Limitations & Future Work¶

The setting of operator weights \(\omega(o)\) in LoCM requires domain knowledge; different logic systems may require different weights.
Only validated within the SFT framework; the effects of Reinforcement Learning (e.g., GRPO) on phase transition regions have not been explored.
The NSA-LR dataset consists of synthetic data; real-world natural language logical reasoning may exhibit more complex noise patterns.
The automatic detection method for phase transition intervals is not detailed; how to determine critical intervals in practical applications requires more guidance.

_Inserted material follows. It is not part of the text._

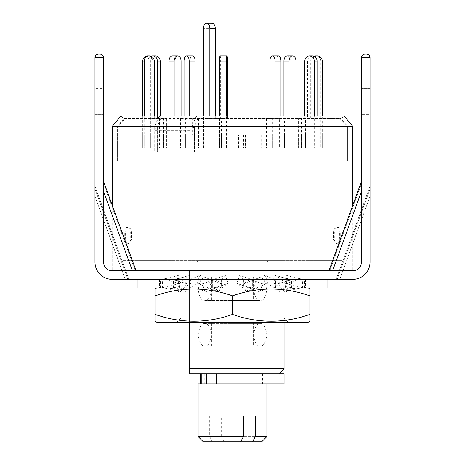 <?xml version="1.0" encoding="UTF-8"?>
<svg xmlns="http://www.w3.org/2000/svg" width="465" height="465" viewBox="0 0 465 465"><rect width="100%" height="100%" fill="white"/><g stroke="black" fill="none" stroke-linecap="round" stroke-linejoin="round"><path stroke-width="0.35" stroke-dasharray="2.33 1.74" d="M197.323 260.632L267.677 260.632A17.188 17.188 0 0 0 266.875 265.829L198.125 265.829L266.875 265.829L266.875 373.86L198.125 373.86L198.125 265.829A17.188 17.188 0 0 0 197.323 260.632L267.677 260.632M131.496 233.918C131.421 230.553 130.799 228.588 129.63 228.024L128.846 227.53C130.008 228.077 130.63 230.041 130.706 233.424L130.706 237.592C130.636 240.957 130.014 242.922 128.846 243.486L129.973 242.881L126.829 242.986C125.998 242.428 125.585 240.463 125.585 237.098L125.585 233.918C125.585 230.541 126.003 228.577 126.829 228.024L129.63 228.024L128.846 227.53L125.998 227.53C125.166 228.088 124.748 230.053 124.748 233.424L124.748 237.592C124.754 240.975 125.166 242.939 125.998 243.486L128.846 243.486L129.63 242.986C130.799 242.439 131.421 240.475 131.496 237.098L131.496 233.918L130.706 233.424M122.772 260.632L342.228 260.632L122.772 260.632L122.772 159.024L342.228 159.024L122.772 159.024M342.228 260.632L342.228 159.024M344.216 262.15L120.784 262.15L344.216 262.15L344.216 269.88L120.784 269.88L344.216 269.88M120.784 262.15L120.784 269.88M117.349 159.024L347.651 159.024L117.349 159.024L117.349 126.37L347.651 126.37L194.539 126.37L197.863 118.598L196.323 116.058L344.152 116.058L341.13 118.598L347.651 126.37L117.349 126.37L157.327 126.37L117.349 126.37L123.87 118.598L160.652 118.598L157.327 126.37L157.327 152.154L154.706 152.154L191.917 152.154L191.917 126.37L352.807 126.37M197.863 118.598L341.13 118.598L123.87 118.598L120.848 116.058L159.111 116.058L154.706 126.37L154.706 152.154L194.539 152.154L157.327 152.154L194.539 152.154L194.539 126.37L157.327 126.37L157.327 152.154L154.706 152.154L154.706 130.665L191.917 130.665L191.917 152.154L194.539 152.154L194.539 126.37L157.327 126.37M347.651 159.024L347.651 126.37L347.651 160.745L117.349 160.745L347.651 160.745M284.063 322.303L284.063 262.15L180.937 262.15L284.063 262.15M180.937 269.88L189.534 269.88L180.937 269.88L180.937 262.15M284.063 368.704L189.534 368.704L189.534 269.88L189.534 322.303M329.249 269.88L135.751 269.88M352.807 269.88L352.807 205.158M112.193 269.88L112.193 205.158M196.323 116.058L191.917 126.37M154.706 126.37L112.193 126.37M159.111 116.058L160.652 118.598M284.063 373.86L189.534 373.86M198.125 373.86L266.875 373.86M333.504 233.918C333.579 230.553 334.201 228.588 335.37 228.024L336.154 227.53C334.992 228.077 334.37 230.041 334.294 233.424L334.294 237.592C334.364 240.957 334.986 242.922 336.154 243.486L335.027 242.881L338.171 242.986C339.002 242.428 339.415 240.463 339.415 237.098L339.415 233.918C339.415 230.541 338.997 228.577 338.171 228.024L335.37 228.024L336.154 227.53L339.002 227.53C339.834 228.088 340.252 230.053 340.252 233.424L340.252 237.592C340.246 240.975 339.834 242.939 339.002 243.486L336.154 243.486L335.37 242.986C334.201 242.439 333.579 240.475 333.504 237.098L333.504 233.918L334.294 233.424M333.504 237.098L334.294 237.592M339.002 243.486L338.171 242.986M339.415 237.098L340.252 237.592M340.252 233.424L339.415 233.918M338.171 228.024L339.002 227.53M131.496 237.098L130.706 237.592M125.998 243.486L126.829 242.986M125.585 237.098L124.748 237.592M124.748 233.424L125.585 233.918M126.829 228.024L125.998 227.53M284.063 383.828L200.217 383.828L202.734 383.828L202.734 373.86L232.5 373.86L202.734 373.86M211.918 383.828L262.58 383.828L211.918 383.828M232.5 373.86L262.58 373.86L232.5 373.86M204.257 373.86L204.257 383.828L201.24 383.828L266.875 383.828L198.125 383.828M204.257 383.828L202.734 383.828M204.786 323.675L260.214 323.675C257.064 323.041 254.843 326.767 253.553 334.847C254.843 342.932 257.064 346.652 260.214 346.018C263.364 346.652 265.585 342.932 266.875 334.847C265.585 326.767 263.364 323.041 260.214 323.675L204.786 323.675C207.936 323.041 210.157 326.767 211.447 334.847C210.157 342.932 207.936 346.652 204.786 346.018L260.214 346.018L204.786 346.018C201.636 346.652 199.415 342.932 198.125 334.847C199.415 326.767 201.636 323.041 204.786 323.675M204.786 278.134L260.214 278.134C257.064 277.495 254.843 281.22 253.553 289.3C254.843 297.385 257.064 301.111 260.214 300.471C263.364 301.111 265.585 297.385 266.875 289.3C265.585 281.22 263.364 277.495 260.214 278.134L204.786 278.134C207.936 277.495 210.157 281.22 211.447 289.3C210.157 297.385 207.936 301.111 204.786 300.471L260.214 300.471L204.786 300.471C201.636 301.111 199.415 297.385 198.125 289.3C199.415 281.22 201.636 277.495 204.786 278.134M208.913 148.01L219.497 148.01L208.913 148.01L208.913 28.406A5.156 3.174 90 0 1 212.087 23.25M214.08 148.01L214.08 117.779L219.497 117.779L219.497 148.01M203.496 148.01L203.496 116.058M209.843 116.058L209.843 117.779L214.08 117.779M215.26 116.058L215.26 117.779L209.843 117.779M219.497 117.779L215.26 117.779M189.168 116.058L189.168 117.779L198.561 117.779L198.561 148.01L184.012 148.01L189.97 148.01L189.97 61.06A5.156 2.581 90 0 1 192.545 55.905M198.561 134.966L198.561 148.01L189.97 148.01L189.97 134.966L184.012 134.966L198.561 134.966L189.97 134.966M192.609 117.779L192.609 134.966M195.126 116.058L195.126 117.779L189.168 117.779M198.561 117.779L195.126 117.779M184.012 134.966L184.012 148.01L192.609 148.01L184.012 148.01L184.012 116.058M122.772 160.745L342.228 160.745L122.772 160.745L122.772 148.01L342.228 148.01L122.772 148.01M342.228 160.745L342.228 148.01M117.349 160.745L117.349 126.37L125.939 117.779L339.061 117.779L125.939 117.779M339.061 117.779L347.651 126.37L194.539 126.37M154.706 130.665L156.891 126.37M194.103 126.37L191.917 130.665M159.565 134.966L142.755 134.966L142.755 148.01L160.995 148.01L159.565 148.01L160.995 148.01L160.995 134.966L159.565 134.966L159.565 148.01L159.565 117.779L152.84 117.779L159.565 117.779M180.542 134.966L180.542 148.01L169.045 148.01L185.651 148.01L180.542 148.01L185.651 148.01L185.651 134.966L169.045 134.966L185.651 134.966M221.363 134.966L221.363 148.01L228.199 148.01L221.363 148.01L228.199 148.01L228.199 134.966L219.567 134.966L228.199 134.966M266.439 134.966L266.439 148.01L280.988 148.01L266.439 148.01L272.391 148.01L272.391 134.966L266.439 134.966L280.988 134.966L272.391 134.966M298.553 134.966L298.553 148.01L317.049 148.01L298.553 148.01L301.349 148.01L301.349 134.966L298.553 134.966L317.049 134.966L301.349 134.966M305.435 134.966L305.435 148.01L322.245 148.01L304.005 148.01L305.435 148.01L304.005 148.01L304.005 134.966L322.245 134.966L304.005 134.966M284.458 134.966L284.458 148.01L295.955 148.01L279.349 148.01L284.458 148.01L279.349 148.01L279.349 134.966L295.955 134.966L279.349 134.966M243.637 148.01L236.801 148.01L243.637 148.01L243.637 134.966L245.433 134.966L236.801 134.966L243.637 134.966M166.447 134.966L166.447 148.01L147.951 148.01L166.447 148.01L163.651 148.01L163.651 134.966L166.447 134.966L147.951 134.966L163.651 134.966M251.083 148.01L261.661 148.01L251.083 148.01L251.083 134.966L245.665 134.966L261.661 134.966L251.083 134.966M213.917 148.01L203.339 148.01L213.917 148.01L213.917 134.966L219.335 134.966L203.339 134.966L213.917 134.966M203.339 134.966L203.339 148.01M208.756 134.966L208.756 148.01M219.335 148.01L219.335 134.966M261.661 134.966L261.661 148.01M256.244 134.966L256.244 148.01M245.665 148.01L245.665 134.966M150.747 134.966L150.747 148.01L147.951 148.01L147.951 134.966M238.597 148.01L238.597 134.966M236.801 148.01L236.801 134.966M245.433 134.966L245.433 148.01M295.955 134.966L295.955 148.01L290.852 148.01L290.852 134.966M322.245 134.966L322.245 148.01L320.815 148.01L320.815 134.966M314.253 134.966L314.253 148.01L317.049 148.01L317.049 134.966M275.03 134.966L275.03 148.01L280.988 148.01L280.988 134.966M219.567 134.966L219.567 148.01L226.403 148.01L226.403 134.966M169.045 134.966L169.045 148.01L174.148 148.01L174.148 134.966M142.755 134.966L160.995 134.966M142.755 116.058L142.755 148.01L144.185 148.01L144.185 134.966M157.373 116.058L157.373 117.779L163.651 117.779L163.651 148.01L147.951 148.01L147.951 61.06A5.156 4.708 90 0 1 151.003 56.236M163.651 117.779L166.447 117.779L166.447 148.01L150.747 148.01L150.747 61.06A5.156 4.708 90 0 1 155.461 55.905M160.169 116.058L160.169 117.779L157.373 117.779M166.447 117.779L160.169 117.779M160.995 117.779L160.995 148.01L144.185 148.01L144.185 116.058M147.8 55.905A5.156 5.045 -90 0 1 152.84 61.06L152.84 117.779M154.27 116.058L154.27 117.779M181.054 116.058L181.054 117.779L185.651 117.779L180.542 117.779L180.542 148.01L169.045 148.01L169.045 116.058M185.651 117.779L185.651 148.01L174.148 148.01L174.148 116.058M172.492 55.905A5.156 3.453 -90 0 1 175.944 61.06L175.944 117.779L181.054 117.779M180.542 117.779L175.944 117.779M227.484 116.058L227.484 117.779L228.199 117.779L221.363 117.779L221.363 148.01L219.567 148.01L219.567 116.058M228.199 117.779L228.199 148.01L226.403 148.01L226.403 116.058M220.108 55.905A5.156 0.541 -90 0 1 220.643 61.06L220.643 117.779L227.484 117.779M221.363 117.779L220.643 117.779M278.407 55.905A5.156 2.581 -90 0 0 275.832 61.06L275.832 117.779L266.439 117.779L266.439 148.01L275.03 148.01L275.03 116.058M272.391 117.779L272.391 148.01L280.988 148.01L280.988 116.058M269.874 116.058L269.874 117.779L275.832 117.779M266.439 117.779L269.874 117.779M312.335 55.905A5.156 4.708 -90 0 0 307.627 61.06L307.627 117.779L298.553 117.779L298.553 148.01L314.253 148.01L314.253 116.058M301.349 117.779L301.349 148.01L317.049 148.01L317.049 116.058M304.831 116.058L304.831 117.779L307.627 117.779M298.553 117.779L304.831 117.779M313.997 56.236A5.156 5.045 90 0 0 310.73 61.06L310.73 117.779L304.005 117.779L304.005 148.01L320.815 148.01L320.815 61.06A5.156 5.045 90 0 0 315.77 55.905M304.005 117.779L305.435 117.779L305.435 148.01L322.245 148.01L322.245 116.058M314.689 56.591A5.156 5.045 90 0 0 312.16 61.06L312.16 117.779L310.73 117.779M305.435 117.779L312.16 117.779M283.946 116.058L283.946 117.779L279.349 117.779L279.349 148.01L290.852 148.01L290.852 61.06A5.156 3.453 90 0 0 287.399 55.905M279.349 117.779L284.458 117.779L284.458 148.01L295.955 148.01L295.955 116.058M289.056 116.058L289.056 117.779L283.946 117.779M284.458 117.779L289.056 117.779M253.983 383.828L211.017 383.828L253.983 383.828L253.983 370.082L211.017 370.082L253.983 370.082M211.017 383.828L211.017 370.082M266.875 370.082L198.125 370.082L266.875 370.082L266.875 346.018L198.125 346.018L266.875 346.018M198.125 370.082L198.125 346.018M253.553 346.018L211.447 346.018L253.553 346.018L253.553 322.815L211.447 322.815L253.553 322.815M211.447 346.018L211.447 322.815M266.875 322.815L198.125 322.815L266.875 322.815L266.875 299.96L198.125 299.96L266.875 299.96M198.125 322.815L198.125 299.96M253.553 299.96L211.447 299.96L253.553 299.96L253.553 276.756L211.447 276.756L253.553 276.756M211.447 299.96L211.447 276.756M266.875 276.756L198.125 276.756L266.875 276.756L266.875 260.632L198.125 260.632L266.875 260.632M198.125 276.756L198.125 260.632M203.281 441.75L212.348 441.75L209.709 436.594L198.125 436.594M266.875 436.594L221.613 436.594L224.258 441.75L240.742 441.75L212.348 441.75M221.613 415.972L243.387 415.972L209.709 415.972L221.613 415.972L221.613 436.594M209.709 415.972L209.709 436.594M224.258 441.75L261.719 441.75M100.144 54.173C102.219 54.388 103.364 55.533 103.585 57.608L103.585 88.559L103.585 57.608C103.364 55.533 102.219 54.388 100.144 54.173L98.429 54.173C96.354 54.388 95.209 55.533 94.988 57.608L94.988 262.15C94.221 270.653 103.672 280.104 112.175 279.331L127.869 279.331L94.988 188.999L127.869 279.331L128.863 279.331L112.175 279.331A17.188 17.188 0 0 1 94.988 262.15C94.221 270.653 103.672 280.104 112.175 279.331L128.863 279.331L125.201 279.331L94.988 196.323L94.988 262.15L94.988 186.273L128.863 279.331L94.988 186.273L94.988 262.15L94.988 186.273L94.988 196.323L125.201 279.331L112.175 279.331L352.825 279.331L337.131 279.331L352.825 279.331L339.799 279.331L370.012 196.323L370.012 262.15L370.012 186.273L370.012 262.15C370.779 270.653 361.328 280.104 352.825 279.331A17.188 17.188 0 0 0 370.012 262.15L370.012 57.608C369.791 55.533 368.646 54.388 366.571 54.173L364.856 54.173C362.781 54.388 361.636 55.533 361.415 57.608L361.415 114.338L361.415 57.608L370.012 57.608C369.791 55.533 368.646 54.388 366.571 54.173L364.856 54.173M98.429 54.173C96.354 54.388 95.209 55.533 94.988 57.608L103.585 57.608L94.988 57.608L103.585 57.608L103.585 262.15L103.585 183.698L135.263 270.74L112.175 270.74A8.591 8.591 0 0 1 103.585 262.15L103.585 183.698L135.263 270.74L112.175 270.74A8.591 8.591 0 0 1 103.585 262.15C104.131 267.329 106.991 270.194 112.175 270.74A8.591 8.591 0 0 1 103.585 262.15L103.585 181.501L103.585 262.15C104.131 267.329 106.991 270.194 112.175 270.74L352.825 270.74L329.737 270.74L352.825 270.74L332.597 270.74L361.415 191.551L361.415 262.15A8.591 8.591 0 0 1 352.825 270.74A8.591 8.591 0 0 0 361.415 262.15C360.869 267.329 358.009 270.194 352.825 270.74A8.591 8.591 0 0 0 361.415 262.15C360.869 267.329 358.009 270.194 352.825 270.74L332.597 270.74M103.585 181.501L136.065 270.74M284.063 270.74L189.534 270.74L189.534 279.331L284.063 279.331L189.534 279.331L189.534 270.74L284.063 270.74L284.063 279.331M336.137 279.331L352.825 279.331A17.188 17.188 0 0 0 370.012 262.15L370.012 196.323L339.799 279.331L336.137 279.331L370.012 186.273L336.137 279.331M112.175 279.331A17.188 17.188 0 0 1 94.988 262.15A17.188 17.188 0 0 0 112.175 279.331M103.585 88.559L103.585 114.338L103.585 88.559L94.988 88.559L103.585 88.559M370.012 114.338L370.012 88.559L370.012 114.338L361.415 114.338L370.012 114.338M370.012 262.15A17.188 17.188 0 0 1 352.825 279.331C361.328 280.104 370.779 270.653 370.012 262.15M361.415 191.551L361.415 262.15L361.415 183.698L329.737 270.74L361.415 183.698L361.415 262.15L361.415 57.608M370.012 88.559L361.415 88.559L370.012 88.559M94.988 114.338L103.585 114.338L94.988 114.338M180.083 270.74L284.917 270.74L180.083 270.74L180.083 262.15L284.917 262.15L180.083 262.15M284.917 270.74L284.917 262.15M327.029 270.74L137.971 270.74L327.029 270.74M327.029 269.88L327.029 262.15L137.971 262.15L327.029 262.15M137.971 269.88L137.971 262.15M317.519 279.331L137.971 279.331L317.519 279.331M327.029 287.928L137.971 287.928M284.911 291.985L285.574 283.964L281.191 279.099L275.553 275.274L273.699 283.295L281.191 288.161L284.911 291.985C291.003 290.009 296.85 288.66 302.442 287.928L159.454 287.928L305.546 287.928L302.442 287.928L302.442 279.331L302.802 279.331L302.802 287.928M243.823 287.928L243.823 279.331L212.668 279.331L212.668 287.928M243.823 279.331L243.695 279.331C241.812 278.605 240.486 277.25 239.731 275.274L236.801 283.295L259.97 291.985C263.225 290.009 265.916 288.66 268.055 287.928L268.055 279.331L268.189 287.928M259.97 291.985L262.469 283.964C264.445 281.68 266.306 280.133 268.055 279.331L243.695 279.331L243.695 287.928C241.277 287.126 238.981 285.586 236.801 283.295L248.327 287.248L255.599 287.928M291.532 287.928L291.532 279.331L268.189 279.331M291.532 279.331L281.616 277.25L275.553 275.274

vs Apple (Shojaee et al.): Apple discovered reasoning collapse in procedural tasks (e.g., Tower of Hanoi) but focused on structured puzzles. This paper focuses on symbolic reasoning in propositional/first-order logic, with entirely different complexity definitions, evaluation targets, and intervention methods.
vs CoT-Valve: CoT-Valve controls reasoning chain length; this paper reveals that the problem lies in logical complexity rather than chain length, providing a more fundamental explanation.

Rating¶

Novelty: ⭐⭐⭐⭐⭐ The logical phase transition concept is novel and supported by experiments; LoCM fills a gap in logical complexity quantification.
Experimental Thoroughness: ⭐⭐⭐⭐ Comparison across five benchmarks and various reasoning methods, though absolute improvements are relatively modest.
Writing Quality: ⭐⭐⭐⭐⭐ The physics analogy is precise and appropriate, the framework overview is clear, and the narrative is fluent.
Value: ⭐⭐⭐⭐ Provides a new framework for understanding LLM reasoning boundaries, though the actual gains are moderate (+1.26/+3.95).